Plus qu’une réforme, Mohammed VI vient d’annoncer une révolution : la nouvelle Moudawana. Les femmes obtiennent des droits. Et quels droits ! La possibilité de divorcer, de dire non à la polygamie, d’être responsable de la famille autant que le mari... Mais à l’occasion du 8 mars, journée de la femme, la question royale se pose encore avec autant d’acuité : dans un Maroc qui bouge sans cesse, qui se développe, où en sont les droits des femmes ? La fameuse Moudawana existe, certes, mais son application et les mentalités n’ont pas forcément suivi. Les femmes sont toujours victimes d’une société patriarcale, mais aussi d’une loi qui ne les protège pas autant qu’on le croit. Telle une trêve, la nouvelle Moudawana n’a fait qu’entrouvrir la brèche de l’égalité et beaucoup de points restent en suspens. En voilà, au moins, cinq.

Héritage. Fifty-fifty
Avant la révélation du Coran, les hommes de la famille avaient pour habitude d’hériter des biens en même temps que les épouses du défunt. L’islam y a mis bon ordre, en garantissant l’égalité spirituelle des femmes et des hommes devant Dieu et en donnant aux femmes le droit d’hériter et non plus de faire partie de l’héritage. Mais à une condition, clairement édictée dans le Coran : une sœur n’hérite que de la moitié de ce qu’hérite son frère. Un grand pas en avant pour l’époque, totalement anachronique de nos jours, mais très sacré. Réforme de la Moudawana ou pas, personne ne touche à l’héritage. Et ce n’est pas au programme. Les féministes, prudentes, se concentrent sur un seul point, sur lequel le Coran est assez flou et qui est donc plus discutable : donner le droit aux femmes, si elles n’ont pas de frère, d’hériter de la totalité des biens du défunt. “C’est loin d’être seulement une question de sexe, explique Fouzia Assouli, militante associative. Si le défunt n’a pas de frère, sa sœur hérite au même titre que ses filles”. Une seule alternative donc : faire une donation, de son vivant, à ses filles. Et nombreux sont les pères qui se prêtent à cette manœuvre. “Quand une loi est détournée par tous, il faut la changer”, conclut Fouzia Assouli.

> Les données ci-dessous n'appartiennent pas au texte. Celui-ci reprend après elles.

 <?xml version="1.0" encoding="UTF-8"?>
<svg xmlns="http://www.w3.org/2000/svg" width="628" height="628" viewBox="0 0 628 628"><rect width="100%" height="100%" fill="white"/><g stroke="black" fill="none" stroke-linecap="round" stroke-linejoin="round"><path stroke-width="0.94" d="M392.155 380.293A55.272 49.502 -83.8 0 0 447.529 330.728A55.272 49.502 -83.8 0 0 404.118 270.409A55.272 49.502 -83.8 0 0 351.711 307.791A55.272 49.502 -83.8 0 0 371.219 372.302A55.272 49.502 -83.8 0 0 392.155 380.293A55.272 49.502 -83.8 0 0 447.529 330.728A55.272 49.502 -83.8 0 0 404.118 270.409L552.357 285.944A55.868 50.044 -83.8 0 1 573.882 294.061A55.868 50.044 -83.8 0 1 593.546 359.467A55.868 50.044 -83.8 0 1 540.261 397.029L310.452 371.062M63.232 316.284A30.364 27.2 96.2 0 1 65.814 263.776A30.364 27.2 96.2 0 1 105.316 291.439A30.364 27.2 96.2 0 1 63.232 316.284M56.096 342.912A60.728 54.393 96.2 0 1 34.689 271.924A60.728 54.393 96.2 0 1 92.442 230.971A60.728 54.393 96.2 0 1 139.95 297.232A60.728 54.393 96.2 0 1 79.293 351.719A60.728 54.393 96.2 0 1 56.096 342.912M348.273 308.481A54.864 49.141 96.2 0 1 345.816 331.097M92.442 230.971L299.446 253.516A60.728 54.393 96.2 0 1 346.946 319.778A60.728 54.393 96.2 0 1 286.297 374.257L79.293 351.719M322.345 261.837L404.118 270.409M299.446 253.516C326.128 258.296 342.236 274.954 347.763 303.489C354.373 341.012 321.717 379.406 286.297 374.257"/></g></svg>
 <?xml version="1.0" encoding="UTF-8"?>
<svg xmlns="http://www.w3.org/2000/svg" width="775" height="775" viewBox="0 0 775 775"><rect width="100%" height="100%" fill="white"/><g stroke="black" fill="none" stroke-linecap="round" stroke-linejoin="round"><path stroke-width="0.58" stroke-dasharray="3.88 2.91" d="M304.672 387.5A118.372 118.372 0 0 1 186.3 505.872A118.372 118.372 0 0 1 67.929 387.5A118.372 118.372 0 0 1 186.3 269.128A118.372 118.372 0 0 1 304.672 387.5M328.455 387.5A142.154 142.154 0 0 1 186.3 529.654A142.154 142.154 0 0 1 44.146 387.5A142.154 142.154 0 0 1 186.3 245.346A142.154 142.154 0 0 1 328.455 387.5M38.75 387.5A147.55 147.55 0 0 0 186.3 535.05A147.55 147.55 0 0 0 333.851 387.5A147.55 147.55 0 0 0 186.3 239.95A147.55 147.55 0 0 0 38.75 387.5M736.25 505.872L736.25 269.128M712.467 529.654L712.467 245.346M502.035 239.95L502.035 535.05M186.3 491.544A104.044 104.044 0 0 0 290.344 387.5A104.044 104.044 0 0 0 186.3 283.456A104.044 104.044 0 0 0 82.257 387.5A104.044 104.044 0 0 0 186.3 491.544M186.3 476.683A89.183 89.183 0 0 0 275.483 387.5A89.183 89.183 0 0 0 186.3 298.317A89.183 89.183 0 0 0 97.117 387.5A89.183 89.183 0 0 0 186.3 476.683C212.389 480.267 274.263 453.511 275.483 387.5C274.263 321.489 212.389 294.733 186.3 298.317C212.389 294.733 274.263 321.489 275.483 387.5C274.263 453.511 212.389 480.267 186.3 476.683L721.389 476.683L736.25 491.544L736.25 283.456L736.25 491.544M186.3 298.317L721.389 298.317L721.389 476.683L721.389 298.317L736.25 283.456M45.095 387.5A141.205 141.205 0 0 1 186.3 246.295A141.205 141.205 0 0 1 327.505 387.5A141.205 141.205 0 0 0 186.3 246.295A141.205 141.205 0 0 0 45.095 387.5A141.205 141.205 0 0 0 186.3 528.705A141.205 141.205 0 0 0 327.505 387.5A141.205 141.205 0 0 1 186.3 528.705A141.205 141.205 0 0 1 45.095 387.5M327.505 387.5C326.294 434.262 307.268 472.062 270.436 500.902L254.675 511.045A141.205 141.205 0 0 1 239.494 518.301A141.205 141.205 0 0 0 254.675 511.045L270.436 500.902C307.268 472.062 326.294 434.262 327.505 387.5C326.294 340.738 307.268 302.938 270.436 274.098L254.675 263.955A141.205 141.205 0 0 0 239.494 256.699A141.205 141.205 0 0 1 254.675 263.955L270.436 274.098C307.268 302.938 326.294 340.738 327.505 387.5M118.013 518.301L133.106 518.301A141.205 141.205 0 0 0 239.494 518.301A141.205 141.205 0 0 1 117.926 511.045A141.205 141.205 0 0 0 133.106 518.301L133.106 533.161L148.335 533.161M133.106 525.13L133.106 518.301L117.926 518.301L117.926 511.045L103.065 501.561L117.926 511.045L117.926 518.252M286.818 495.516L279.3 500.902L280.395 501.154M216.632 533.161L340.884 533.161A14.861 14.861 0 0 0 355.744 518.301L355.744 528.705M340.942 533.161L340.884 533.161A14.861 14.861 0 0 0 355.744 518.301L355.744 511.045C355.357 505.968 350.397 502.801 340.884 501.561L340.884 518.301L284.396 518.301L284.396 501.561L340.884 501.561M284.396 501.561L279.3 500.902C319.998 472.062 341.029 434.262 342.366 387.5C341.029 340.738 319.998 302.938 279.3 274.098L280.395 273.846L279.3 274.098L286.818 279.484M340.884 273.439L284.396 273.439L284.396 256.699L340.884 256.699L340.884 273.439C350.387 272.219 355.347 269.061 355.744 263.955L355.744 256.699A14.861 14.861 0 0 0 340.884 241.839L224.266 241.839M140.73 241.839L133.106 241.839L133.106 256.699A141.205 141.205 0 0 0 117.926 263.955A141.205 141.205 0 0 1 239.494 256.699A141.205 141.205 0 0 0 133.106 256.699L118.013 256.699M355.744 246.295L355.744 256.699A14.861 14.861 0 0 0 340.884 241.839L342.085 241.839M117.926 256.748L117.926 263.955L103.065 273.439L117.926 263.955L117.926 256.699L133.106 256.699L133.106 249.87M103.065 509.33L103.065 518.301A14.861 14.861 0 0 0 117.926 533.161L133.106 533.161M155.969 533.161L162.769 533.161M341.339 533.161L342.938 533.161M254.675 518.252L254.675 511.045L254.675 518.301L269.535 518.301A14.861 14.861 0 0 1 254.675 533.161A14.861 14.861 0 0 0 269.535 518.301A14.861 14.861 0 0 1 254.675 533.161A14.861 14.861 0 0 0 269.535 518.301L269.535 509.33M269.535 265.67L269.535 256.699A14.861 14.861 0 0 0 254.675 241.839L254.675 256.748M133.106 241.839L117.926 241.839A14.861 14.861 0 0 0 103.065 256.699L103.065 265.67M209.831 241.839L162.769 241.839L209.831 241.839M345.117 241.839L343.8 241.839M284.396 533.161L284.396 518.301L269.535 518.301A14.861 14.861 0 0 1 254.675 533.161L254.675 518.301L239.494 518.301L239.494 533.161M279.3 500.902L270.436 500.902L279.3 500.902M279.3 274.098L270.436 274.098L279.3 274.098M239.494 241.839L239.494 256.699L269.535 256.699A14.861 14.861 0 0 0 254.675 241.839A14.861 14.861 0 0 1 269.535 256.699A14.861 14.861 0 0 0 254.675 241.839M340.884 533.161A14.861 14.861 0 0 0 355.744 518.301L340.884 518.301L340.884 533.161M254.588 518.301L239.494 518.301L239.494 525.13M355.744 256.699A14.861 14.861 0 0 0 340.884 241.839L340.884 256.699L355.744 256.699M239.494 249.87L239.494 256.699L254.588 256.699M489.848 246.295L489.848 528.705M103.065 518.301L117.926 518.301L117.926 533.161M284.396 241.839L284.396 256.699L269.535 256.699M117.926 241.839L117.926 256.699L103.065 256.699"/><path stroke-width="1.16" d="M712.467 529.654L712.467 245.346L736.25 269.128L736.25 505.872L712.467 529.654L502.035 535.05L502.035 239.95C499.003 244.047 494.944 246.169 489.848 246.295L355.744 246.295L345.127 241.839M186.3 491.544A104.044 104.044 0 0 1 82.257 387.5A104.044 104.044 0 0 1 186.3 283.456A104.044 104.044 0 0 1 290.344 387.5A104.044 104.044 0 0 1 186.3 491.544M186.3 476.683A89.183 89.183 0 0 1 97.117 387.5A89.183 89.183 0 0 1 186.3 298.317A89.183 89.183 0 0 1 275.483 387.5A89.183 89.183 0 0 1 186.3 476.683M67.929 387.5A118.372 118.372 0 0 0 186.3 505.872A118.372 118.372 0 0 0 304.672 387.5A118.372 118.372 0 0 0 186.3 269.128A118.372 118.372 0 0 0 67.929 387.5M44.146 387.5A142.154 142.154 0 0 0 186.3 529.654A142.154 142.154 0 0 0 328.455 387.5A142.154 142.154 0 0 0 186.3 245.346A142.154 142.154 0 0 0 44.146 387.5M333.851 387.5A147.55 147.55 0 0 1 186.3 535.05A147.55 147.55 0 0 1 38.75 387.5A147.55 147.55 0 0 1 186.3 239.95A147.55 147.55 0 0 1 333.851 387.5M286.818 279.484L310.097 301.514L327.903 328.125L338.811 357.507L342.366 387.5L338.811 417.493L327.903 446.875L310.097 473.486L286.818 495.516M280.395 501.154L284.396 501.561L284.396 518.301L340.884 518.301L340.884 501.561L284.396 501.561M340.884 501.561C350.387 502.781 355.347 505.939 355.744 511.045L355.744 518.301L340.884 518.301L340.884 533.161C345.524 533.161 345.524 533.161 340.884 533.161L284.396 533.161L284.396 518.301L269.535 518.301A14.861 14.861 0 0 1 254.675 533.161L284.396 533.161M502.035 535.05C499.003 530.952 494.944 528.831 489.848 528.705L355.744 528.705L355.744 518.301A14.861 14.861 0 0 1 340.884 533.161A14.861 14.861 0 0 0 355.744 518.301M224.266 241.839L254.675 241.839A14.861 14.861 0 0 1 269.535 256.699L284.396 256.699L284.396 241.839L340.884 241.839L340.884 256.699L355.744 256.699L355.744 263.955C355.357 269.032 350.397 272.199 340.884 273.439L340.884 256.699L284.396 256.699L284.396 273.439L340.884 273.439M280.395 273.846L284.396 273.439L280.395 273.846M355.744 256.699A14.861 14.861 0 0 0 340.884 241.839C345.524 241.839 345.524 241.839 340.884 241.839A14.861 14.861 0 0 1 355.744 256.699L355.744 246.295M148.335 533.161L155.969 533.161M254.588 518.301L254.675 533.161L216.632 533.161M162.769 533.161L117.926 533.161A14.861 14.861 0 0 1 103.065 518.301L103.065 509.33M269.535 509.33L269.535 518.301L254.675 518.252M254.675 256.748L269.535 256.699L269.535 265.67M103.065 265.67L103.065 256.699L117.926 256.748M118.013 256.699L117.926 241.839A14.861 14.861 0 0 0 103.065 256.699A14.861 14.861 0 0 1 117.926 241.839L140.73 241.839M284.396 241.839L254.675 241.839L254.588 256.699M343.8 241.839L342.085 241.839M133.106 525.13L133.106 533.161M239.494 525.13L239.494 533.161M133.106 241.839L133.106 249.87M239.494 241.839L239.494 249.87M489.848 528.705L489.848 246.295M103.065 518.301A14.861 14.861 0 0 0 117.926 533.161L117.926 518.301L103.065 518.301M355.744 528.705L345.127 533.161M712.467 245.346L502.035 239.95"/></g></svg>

Avortement. “Mon ventre m’appartient !”

“Mon corps m’appartient, mon ventre m’appartient” : ce célèbre slogan féministe français des années 1960 a été au cœur du combat qui a conduit, en 1975, à la Loi Veil, légalisant l’avortement. Au Maroc, on n’en est même pas encore à l’ouverture d’un véritable débat. L’avortement se pratique beaucoup, mais de manière clandestine. Selon l’estimation du Dr Chafik Chraïbi, gynécologue et fondateur de l’Association marocaine contre l’avortement clandestin (AMLAC), “entre 500 et 600 femmes avortent chaque jour au Maroc et environ 150 autres le font de manière non médicalisée”. Des chiffres alarmants malgré une loi qui prévoit des sanctions très dissuasives : deux mois à deux ans de prison, et une amende de 120 à 2000 DH. L’avortement n’est autorisé que dans un seul cas, “lorsqu’il constitue une mesure nécessaire pour sauvegarder la santé de la mère”, selon l’article 453 du Code de la famille, revu… en 1967. Le seul pas en avant depuis 30 ans réside dans la commercialisation de la “pilule du lendemain” qui est “seulement préventive et non pas abortive”, précise Chafik Chraïbi. Pourtant, le problème est loin d’être résolu. “13% de la mortalité maternelle est due à l’avortement, et beaucoup de femmes préfèrent recourir au suicide plutôt que d’assumer le déshonneur d’une grossesse illégale. Il s’agit de sauver des vies humaines”, affirme-t-il. Le praticien, loin de vouloir révolutionner les mœurs, réclame juste un élargissement de la loi, que la femme soit autorisée à pratiquer l’Interruption volontaire de grossesse en cas de viol, d’inceste ou de malformation du fœtus. “Autant de demandes légitimes, autorisées en Iran, au Koweït, au Soudan, alors pourquoi pas au Maroc ?”, s’interroge-t-il. Visiblement, les plus radicaux ne sont pas toujours ceux que l’on croit. Pour preuve, seul le PJD a répondu à l’appel de son Association et affirmé comprendre la nécessité du combat.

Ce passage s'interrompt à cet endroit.